> [TASK GOAL]: What lines in the data hold the string "close"? Show them.

> [Stored data]:
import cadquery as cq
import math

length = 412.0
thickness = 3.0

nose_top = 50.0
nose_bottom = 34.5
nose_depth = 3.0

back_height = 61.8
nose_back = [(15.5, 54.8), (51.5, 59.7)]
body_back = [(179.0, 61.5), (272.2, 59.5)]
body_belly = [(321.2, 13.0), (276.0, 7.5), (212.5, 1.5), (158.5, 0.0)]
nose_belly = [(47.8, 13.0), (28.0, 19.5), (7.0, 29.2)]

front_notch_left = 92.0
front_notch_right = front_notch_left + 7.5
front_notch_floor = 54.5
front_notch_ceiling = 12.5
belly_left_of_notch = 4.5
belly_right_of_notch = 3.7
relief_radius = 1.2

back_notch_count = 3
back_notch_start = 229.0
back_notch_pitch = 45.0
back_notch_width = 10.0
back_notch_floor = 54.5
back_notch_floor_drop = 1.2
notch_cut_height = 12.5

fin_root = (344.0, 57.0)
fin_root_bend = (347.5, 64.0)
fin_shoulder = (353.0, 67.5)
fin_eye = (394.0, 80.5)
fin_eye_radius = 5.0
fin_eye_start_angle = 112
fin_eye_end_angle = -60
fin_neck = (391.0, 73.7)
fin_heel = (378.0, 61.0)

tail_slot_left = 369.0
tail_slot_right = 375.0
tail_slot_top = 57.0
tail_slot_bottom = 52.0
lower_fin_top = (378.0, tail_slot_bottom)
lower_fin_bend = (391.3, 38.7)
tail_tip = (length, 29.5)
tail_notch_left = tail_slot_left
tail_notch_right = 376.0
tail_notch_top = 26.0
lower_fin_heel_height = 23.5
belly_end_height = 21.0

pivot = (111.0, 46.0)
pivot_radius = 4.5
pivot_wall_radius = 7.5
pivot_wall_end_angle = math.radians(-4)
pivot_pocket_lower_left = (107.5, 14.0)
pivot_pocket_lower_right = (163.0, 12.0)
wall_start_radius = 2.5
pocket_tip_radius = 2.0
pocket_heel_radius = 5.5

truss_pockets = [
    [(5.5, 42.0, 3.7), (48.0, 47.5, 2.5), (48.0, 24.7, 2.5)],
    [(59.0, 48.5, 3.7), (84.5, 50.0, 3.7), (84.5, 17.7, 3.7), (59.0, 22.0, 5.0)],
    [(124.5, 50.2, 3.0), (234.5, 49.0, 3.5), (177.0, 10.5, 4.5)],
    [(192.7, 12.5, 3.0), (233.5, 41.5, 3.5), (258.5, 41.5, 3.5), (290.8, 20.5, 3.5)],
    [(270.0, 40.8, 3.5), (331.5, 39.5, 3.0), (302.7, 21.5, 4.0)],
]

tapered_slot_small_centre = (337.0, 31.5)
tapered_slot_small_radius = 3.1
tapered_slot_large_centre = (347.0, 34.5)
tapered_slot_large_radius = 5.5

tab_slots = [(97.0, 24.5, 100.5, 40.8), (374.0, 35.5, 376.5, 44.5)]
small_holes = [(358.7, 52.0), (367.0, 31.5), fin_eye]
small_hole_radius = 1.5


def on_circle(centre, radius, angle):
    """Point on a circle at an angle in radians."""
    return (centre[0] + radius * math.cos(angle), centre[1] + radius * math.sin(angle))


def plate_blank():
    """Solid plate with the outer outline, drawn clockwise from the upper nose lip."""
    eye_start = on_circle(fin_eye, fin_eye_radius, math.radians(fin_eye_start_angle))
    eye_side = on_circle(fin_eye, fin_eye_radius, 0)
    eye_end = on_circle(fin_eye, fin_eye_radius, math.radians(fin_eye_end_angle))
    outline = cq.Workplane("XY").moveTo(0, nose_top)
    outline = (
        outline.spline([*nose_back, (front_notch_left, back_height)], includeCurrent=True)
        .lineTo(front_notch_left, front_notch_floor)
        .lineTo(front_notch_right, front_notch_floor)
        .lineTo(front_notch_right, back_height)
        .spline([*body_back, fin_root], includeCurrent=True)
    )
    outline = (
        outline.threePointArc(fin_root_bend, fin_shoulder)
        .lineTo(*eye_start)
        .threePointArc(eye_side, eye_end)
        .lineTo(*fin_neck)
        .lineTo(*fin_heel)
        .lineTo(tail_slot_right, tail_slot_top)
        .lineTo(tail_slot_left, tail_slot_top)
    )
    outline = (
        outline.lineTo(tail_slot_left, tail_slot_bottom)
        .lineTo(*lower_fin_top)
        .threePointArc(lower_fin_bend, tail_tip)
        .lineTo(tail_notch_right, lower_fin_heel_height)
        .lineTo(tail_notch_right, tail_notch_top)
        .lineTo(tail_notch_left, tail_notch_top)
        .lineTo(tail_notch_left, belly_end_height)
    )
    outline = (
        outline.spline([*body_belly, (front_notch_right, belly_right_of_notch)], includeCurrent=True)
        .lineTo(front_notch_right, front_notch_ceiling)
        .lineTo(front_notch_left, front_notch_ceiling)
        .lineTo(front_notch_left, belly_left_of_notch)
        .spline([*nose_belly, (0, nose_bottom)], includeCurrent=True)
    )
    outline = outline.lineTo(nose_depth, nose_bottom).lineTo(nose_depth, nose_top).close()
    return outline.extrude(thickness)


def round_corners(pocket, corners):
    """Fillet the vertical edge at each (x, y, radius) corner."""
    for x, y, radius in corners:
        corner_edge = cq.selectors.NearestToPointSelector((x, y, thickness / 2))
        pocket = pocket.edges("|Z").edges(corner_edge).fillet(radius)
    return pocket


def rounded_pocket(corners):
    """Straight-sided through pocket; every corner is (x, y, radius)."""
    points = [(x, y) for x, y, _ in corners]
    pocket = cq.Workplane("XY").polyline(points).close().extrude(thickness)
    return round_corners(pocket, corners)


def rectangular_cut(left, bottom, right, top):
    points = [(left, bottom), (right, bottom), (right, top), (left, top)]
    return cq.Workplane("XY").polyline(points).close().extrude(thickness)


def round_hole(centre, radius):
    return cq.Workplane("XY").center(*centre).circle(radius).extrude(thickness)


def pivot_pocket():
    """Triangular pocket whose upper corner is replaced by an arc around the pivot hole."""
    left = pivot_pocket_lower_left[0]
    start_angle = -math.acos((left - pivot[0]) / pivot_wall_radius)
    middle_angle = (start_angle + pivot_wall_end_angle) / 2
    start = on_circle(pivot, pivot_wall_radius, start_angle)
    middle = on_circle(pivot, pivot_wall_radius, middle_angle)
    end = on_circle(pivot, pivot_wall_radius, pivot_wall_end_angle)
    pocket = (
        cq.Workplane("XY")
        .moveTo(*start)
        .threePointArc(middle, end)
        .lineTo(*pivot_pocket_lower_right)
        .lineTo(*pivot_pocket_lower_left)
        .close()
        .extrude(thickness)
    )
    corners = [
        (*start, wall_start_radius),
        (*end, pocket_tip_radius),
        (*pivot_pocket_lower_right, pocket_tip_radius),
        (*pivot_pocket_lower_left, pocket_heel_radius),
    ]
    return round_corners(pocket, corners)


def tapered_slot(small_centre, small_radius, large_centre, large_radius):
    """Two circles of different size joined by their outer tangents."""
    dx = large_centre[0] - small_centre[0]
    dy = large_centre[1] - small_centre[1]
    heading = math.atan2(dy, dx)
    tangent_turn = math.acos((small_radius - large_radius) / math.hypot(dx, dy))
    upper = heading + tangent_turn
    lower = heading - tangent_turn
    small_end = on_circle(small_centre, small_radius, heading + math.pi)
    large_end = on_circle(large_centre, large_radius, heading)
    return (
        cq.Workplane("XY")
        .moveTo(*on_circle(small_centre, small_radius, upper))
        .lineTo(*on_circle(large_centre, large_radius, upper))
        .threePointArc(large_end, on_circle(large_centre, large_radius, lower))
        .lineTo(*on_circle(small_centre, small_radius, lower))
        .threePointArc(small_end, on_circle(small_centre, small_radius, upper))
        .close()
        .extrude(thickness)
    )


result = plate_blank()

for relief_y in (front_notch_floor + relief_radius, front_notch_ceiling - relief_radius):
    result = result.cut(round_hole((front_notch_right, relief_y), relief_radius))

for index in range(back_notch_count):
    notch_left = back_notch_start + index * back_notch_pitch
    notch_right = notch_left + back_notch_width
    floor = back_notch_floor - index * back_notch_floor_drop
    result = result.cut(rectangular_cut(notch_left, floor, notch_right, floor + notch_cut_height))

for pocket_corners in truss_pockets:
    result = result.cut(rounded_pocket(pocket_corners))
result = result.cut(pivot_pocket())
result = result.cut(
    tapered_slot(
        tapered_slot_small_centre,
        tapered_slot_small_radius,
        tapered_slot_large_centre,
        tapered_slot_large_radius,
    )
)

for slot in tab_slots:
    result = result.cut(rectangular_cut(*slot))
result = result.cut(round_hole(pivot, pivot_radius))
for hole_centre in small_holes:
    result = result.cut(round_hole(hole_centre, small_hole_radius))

> [EXERCISE ANSWER]:
    outline = outline.lineTo(nose_depth, nose_bottom).lineTo(nose_depth, nose_top).close()
    pocket = cq.Workplane("XY").polyline(points).close().extrude(thickness)
    return cq.Workplane("XY").polyline(points).close().extrude(thickness)
        .close()
        .close()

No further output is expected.